The MCP path is different. When Claude creates a Binding via MCP, *Claude is the author* — the summary and key points Claude provides reflect Claude's understanding of what it just processed. This is accurate provenance: the LLM created and described the content.

Better summaries, clearer provenance, no unexpected API costs.

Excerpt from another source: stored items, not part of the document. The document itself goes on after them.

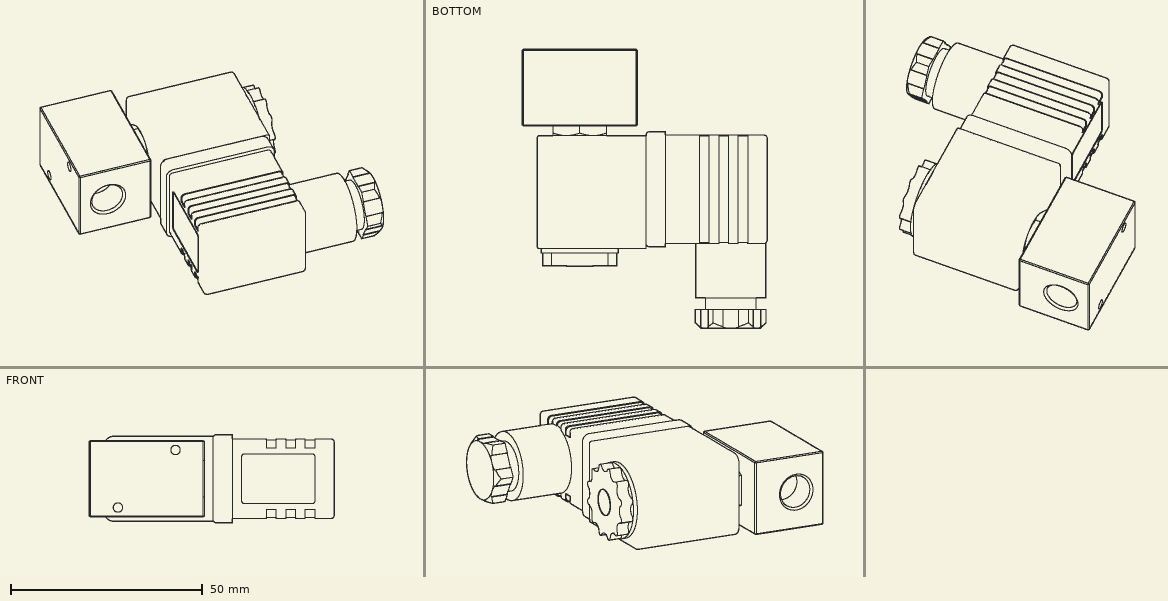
import cadquery as cq
import math


block_width = 30.0
block_side = 20.0
block_chamfer = 0.3
port_drill_dia = 8.57
port_mouth_dia = 9.8
port_y = 8.0
port_depth = 8.0
drill_point_angle = 118.0
mount_hole_dia = 2.46
mount_hole_offset = 7.5
mount_hole_depth = 6.0
hex_sides = 6
hex_across_flats = 14.0
hex_height = 2.5
hex_chamfer_angle = 30.0
tube_dia = 6.9
tube_end_y = 56.65

coil_side = 22.2
coil_length = 29.5
coil_start_y = block_side + hex_height
coil_corner_radius = 2.5
coil_edge_radius = 0.6
coil_end_x = 17.3
coil_width = 28.4
flange_thickness = 5.0
flange_length = 30.0
flange_height = 23.0
flange_corner_radius = 2.0
flange_edge_radius = 0.8

plug_center_y = 36.5
plug_start_x = coil_end_x + flange_thickness
plug_end_x = 48.9
plug_length = 28.3
plug_height = 20.8
plug_radius = 1.0
plug_end_radius = 0.9
groove_count = 3
groove_width = 2.55
groove_pitch = 5.05
groove_start_x = 31.2
groove_depth = 0.25
groove_reach_z = 8.05
panel_width = 19.15
panel_height = 13.0
panel_radius = 0.8
panel_depth = 0.2
panel_center_x = 34.3

gland_x = 39.35
sleeve_dia = 18.3
sleeve_end_y = 64.8
neck_dia = 13.2
neck_end_y = 67.8
gland_end_y = 72.75
gland_across_flats = 16.0
gland_pad_width = 3.95
gland_pad_depth = 0.2

nut_flange_dia = 20.2
nut_flange_height = 1.15
nut_end_y = 56.45
lobe_count = 12
lobe_tip_radius = 0.87
lobe_tip_circle_dia = 20.0
lobe_center_radius = lobe_tip_circle_dia / 2 - lobe_tip_radius
scallop_radius = 2.0


def plane_along_y(y, x=0.0):
    """Workplane facing +Y, with local x along +X and local y along -Z."""
    return cq.Workplane(cq.Plane(origin=(x, y, 0), xDir=(1, 0, 0), normal=(0, 1, 0)))


def cylinder_along_y(diameter, start_y, end_y, x=0.0):
    return plane_along_y(start_y, x).circle(diameter / 2).extrude(end_y - start_y)


def rounded_bar_along_x(start_x, end_x, length, height, radius):
    """Bar centred on the plug, with its four edges along X rounded."""
    bar = cq.Workplane("YZ", origin=(start_x, plug_center_y, 0)).rect(length, height)
    return bar.extrude(end_x - start_x).edges("|X").fillet(radius)


def hexagon_along_y(across_flats, start_y, end_y, x=0.0, turn=0.0):
    """Hexagonal prism; its corners point along X, and are turned about Y by the given angle."""
    across_corners = across_flats / math.cos(math.pi / hex_sides)
    prism = plane_along_y(start_y, x).polygon(hex_sides, across_corners).extrude(end_y - start_y)
    return prism.rotate((x, 0, 0), (x, 1, 0), turn)


def corner_chamfer_limit(across_flats, end_dia, start_y, end_y, slope=1.0, x=0.0):
    """Round body that trims hexagon corners: it tapers to end_dia at end_y, by slope along Y per radius."""
    outer_radius = across_flats
    taper_start_y = end_y - (outer_radius - end_dia / 2) * slope
    low_y = min(start_y, taper_start_y) - across_flats
    profile = [
        (0, low_y),
        (outer_radius, low_y),
        (outer_radius, taper_start_y),
        (end_dia / 2, end_y),
        (0, end_y),
    ]
    limit = cq.Workplane("XY").polyline(profile).close().revolve(360, (0, 0, 0), (0, 1, 0))
    return limit.translate((x, 0, 0))


def port_cutter():
    """Conical-bottom bore with a 45 degree mouth, entering the block from -X."""
    drill_radius = port_drill_dia / 2
    mouth_radius = port_mouth_dia / 2
    point_depth = drill_radius / math.tan(math.radians(drill_point_angle / 2))
    face_x = -block_width / 2
    profile = [
        (face_x, 0),
        (face_x, mouth_radius),
        (face_x + mouth_radius - drill_radius, drill_radius),
        (face_x + port_depth, drill_radius),
        (face_x + port_depth + point_depth, 0),
    ]
    bore = cq.Workplane("XY").polyline(profile).close().revolve(360, (0, 0, 0), (1, 0, 0))
    return bore.translate((0, port_y, 0))


def make_valve():
    block = cq.Workplane("XY").box(block_width, block_side, block_side)
    block = block.translate((0, block_side / 2, 0)).edges().chamfer(block_chamfer)
    port = port_cutter()
    block = block.cut(port).cut(port.mirror("YZ"))
    for side in (-1, 1):
        hole = cylinder_along_y(mount_hole_dia, 0, mount_hole_depth, side * mount_hole_offset)
        block = block.cut(hole.translate((0, 0, side * mount_hole_offset)))

    hexagon = hexagon_along_y(hex_across_flats, block_side, coil_start_y, turn=180 / hex_sides)
    hexagon = hexagon.intersect(
        corner_chamfer_limit(
            hex_across_flats, hex_across_flats, block_side, coil_start_y,
            math.tan(math.radians(hex_chamfer_angle)),
        )
    )
    tube = cylinder_along_y(tube_dia, coil_start_y, tube_end_y)
    return block.union(hexagon).union(tube)


def make_groove(start_x):
    """Shallow band that wraps the top and bottom of the plug housing and leaves the middle of its sides."""
    length = 2 * plug_length
    band = cq.Workplane("XY").box(groove_width, length, 2 * plug_height)
    middle = cq.Workplane("XY").box(groove_width, length, 2 * groove_reach_z)
    band = band.cut(middle).translate((start_x + groove_width / 2, plug_center_y, 0))
    core = rounded_bar_along_x(
        start_x, start_x + groove_width,
        plug_length - 2 * groove_depth, plug_height - 2 * groove_depth, plug_radius,
    )
    return band.cut(core)


def make_plug_housing():
    housing = rounded_bar_along_x(plug_start_x, plug_end_x, plug_length, plug_height, plug_radius)
    housing = housing.faces(">X").edges().fillet(plug_end_radius)
    for index in range(groove_count):
        housing = housing.cut(make_groove(groove_start_x + index * groove_pitch))
    front_y = plug_center_y - plug_length / 2
    panel = plane_along_y(front_y, panel_center_x).rect(panel_width, panel_height)
    panel = panel.extrude(panel_depth)
    return housing.cut(panel.edges("|Y").fillet(panel_radius))


def make_cable_gland():
    sleeve = cylinder_along_y(sleeve_dia, plug_center_y, sleeve_end_y, gland_x)
    neck = cylinder_along_y(neck_dia, sleeve_end_y, neck_end_y, gland_x)
    cap = hexagon_along_y(gland_across_flats, neck_end_y, gland_end_y, gland_x)
    cap_end_dia = gland_across_flats - 2 * gland_pad_depth
    cap = cap.intersect(
        corner_chamfer_limit(gland_across_flats, cap_end_dia, neck_end_y, gland_end_y, x=gland_x)
    )
    cap_height = gland_end_y - neck_end_y
    strip = cq.Workplane("XY").box(gland_pad_width, cap_height, 2 * gland_pad_depth)
    strip = strip.translate((gland_x, neck_end_y + cap_height / 2, gland_across_flats / 2))
    for index in range(hex_sides):
        cap = cap.cut(strip.rotate((gland_x, 0, 0), (gland_x, 1, 0), index * 360 / hex_sides))
    return sleeve.union(neck).union(cap)


def make_coil():
    coil = cq.Workplane("XY").box(coil_width, coil_length, coil_side)
    coil = coil.translate((coil_end_x - coil_width / 2, coil_start_y + coil_length / 2, 0))
    coil = coil.edges("<X and |Y").fillet(coil_corner_radius)
    coil = coil.faces("<Y or >Y").edges("not >X").fillet(coil_edge_radius)

    flange = rounded_bar_along_x(
        coil_end_x, plug_start_x, flange_length, flange_height, flange_corner_radius
    )
    flange = flange.faces("<X").edges().fillet(flange_edge_radius)
    bore = cylinder_along_y(tube_dia, 0, tube_end_y)
    return coil.union(flange).union(make_plug_housing()).union(make_cable_gland()).cut(bore)


def polar_point(radius, angle):
    return (radius * math.cos(angle), radius * math.sin(angle))


def lobed_outline(start_y):
    """Closed ring of small convex tips joined by tangent concave scallops."""
    half_pitch = math.pi / lobe_count
    half_gap = lobe_center_radius * math.sin(half_pitch)
    rise = math.sqrt((lobe_tip_radius + scallop_radius) ** 2 - half_gap**2)
    scallop_center = lobe_center_radius * math.cos(half_pitch) + rise
    scallop_bottom = scallop_center - scallop_radius
    share = scallop_radius / (scallop_radius + lobe_tip_radius)
    tangent_x = scallop_center - share * rise
    tangent_y = share * half_gap
    tangent_radius = math.hypot(tangent_x, tangent_y)
    tangent_angle = math.atan2(tangent_y, tangent_x)

    outline = plane_along_y(start_y).moveTo(*polar_point(tangent_radius, -tangent_angle))
    for index in range(lobe_count):
        gap_angle = 2 * half_pitch * index
        tip_angle = gap_angle + half_pitch
        outline = outline.threePointArc(
            polar_point(scallop_bottom, gap_angle),
            polar_point(tangent_radius, gap_angle + tangent_angle),
        )
        outline = outline.threePointArc(
            polar_point(lobe_center_radius + lobe_tip_radius, tip_angle),
            polar_point(tangent_radius, tip_angle + half_pitch - tangent_angle),
        )
    return outline.close()


def make_nut():
    seat_y = coil_start_y + coil_length
    flange_end_y = seat_y + nut_flange_height
    flange = cylinder_along_y(nut_flange_dia, seat_y, flange_end_y)
    grip = lobed_outline(flange_end_y).extrude(nut_end_y - flange_end_y)
    return flange.union(grip).cut(cylinder_along_y(tube_dia, 0, tube_end_y))


valve = make_valve()
coil = make_coil()
nut = make_nut()

result = cq.Compound.makeCompound([valve.solids().val(), coil.solids().val(), nut.solids().val()])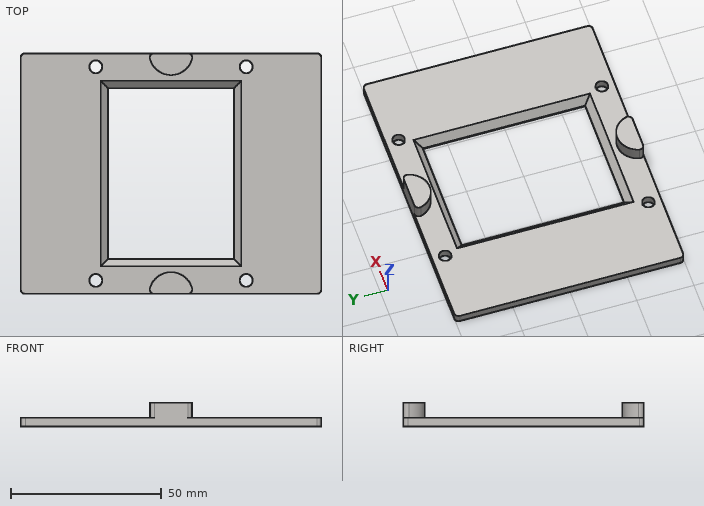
import cadquery as cq

plate_length = 100.0
plate_width = 80.0
plate_thickness = 3.0
plate_corner_radius = 1.5

window_length = 46.8
window_width = 61.7
window_slope_run = 2.5
window_land_height = 0.5

hole_diameter = 4.2
hole_spacing_x = 50.0
hole_spacing_y = 71.0

overall_height = 8.0
lug_diameter = 14.5
lug_corner_radius = 1.5
lug_height = overall_height - plate_thickness


def make_plate():
    """Flat plate with its underside at Z = 0 and rounded vertical corners."""
    plate = cq.Workplane("XY").box(
        plate_length, plate_width, plate_thickness, centered=(True, True, False)
    )
    return plate.edges("|Z").fillet(plate_corner_radius)


def make_window_cutter():
    """Upright block through the land, widening above it to the top face of the plate."""
    inner_length = window_length - 2 * window_slope_run
    inner_width = window_width - 2 * window_slope_run
    land = cq.Workplane("XY").rect(inner_length, inner_width).extrude(window_land_height)
    taper = (
        cq.Workplane("XY", origin=(0, 0, window_land_height))
        .rect(inner_length, inner_width)
        .workplane(offset=plate_thickness - window_land_height)
        .rect(window_length, window_width)
        .loft(ruled=True)
    )
    return land.union(taper)


def make_lug(side):
    """Half disc with its flat face flush with the plate edge at Y = side * plate_width / 2."""
    radius = lug_diameter / 2
    edge_y = side * plate_width / 2
    lug = (
        cq.Workplane("XY", origin=(0, edge_y, plate_thickness))
        .moveTo(-radius, 0)
        .threePointArc((0, -side * radius), (radius, 0))
        .close()
        .extrude(lug_height)
    )
    return lug.edges("|Z").fillet(lug_corner_radius)


result = make_plate().cut(make_window_cutter())
result = (
    result.faces(">Z")
    .workplane(origin=(0, 0, plate_thickness))
    .rect(hole_spacing_x, hole_spacing_y, forConstruction=True)
    .vertices()
    .hole(hole_diameter)
)
for side in (-1, 1):
    result = result.union(make_lug(side))

## What the LLM Context Block communicates

Every MCP response includes structured metadata alongside the Markdown text:

```json
{
  "content": [{ "type": "text", "text": "..." }],
  "_meta": {
    "context": {
      "binding": {
        "id": "bnd_abc",
        "contentTokenCount": 2840,
        "publicUrl": "https://bind.ly/@bindly/...",
        "textUrl": "https://bind.ly/@bindly/...?format=md"
      },
      "agentMeta": {
        "source": "llm",
        "model": "claude-opus-4-6"
      },
      "pagination": {
        "total": 47,
        "hasMore": true
      }
    }
  }
}
```

This metadata answers questions the LLM might have without needing to make additional tool calls:

- "Can I link to this?" → `publicUrl`
- "Can I give someone a Markdown URL?" → `textUrl`
- "How much context budget will the full content use?" → `contentTokenCount`
- "Are there more results I haven't seen?" → `pagination.hasMore`
- "Who created this?" → `agentMeta.source` + `agentMeta.model`

A human API client ignores this block. An LLM uses it to make better decisions about what to do next.

## The help system as LLM documentation

`mcp_help` fetches help content from `bind.ly/help/*` as Markdown. Help documentation is updated without deploying new MCP code — update the KV store, and `mcp_help({ topic: "mcp/tools" })` returns the new content immediately.

It also means the help content is designed for LLMs to read, not just humans. `/help/mcp/tools` explains not just what each tool does, but *when* to use it, *how* to combine tools, and *what to do* when something goes wrong. Documentation written for a model that will read it in the middle of a task, not a developer who reads it once.

This is what LLM-first means in practice: every part of the system — the API, the responses, the documentation — is designed for a consumer that reasons over tokens, operates in batches, and needs to make decisions with incomplete information.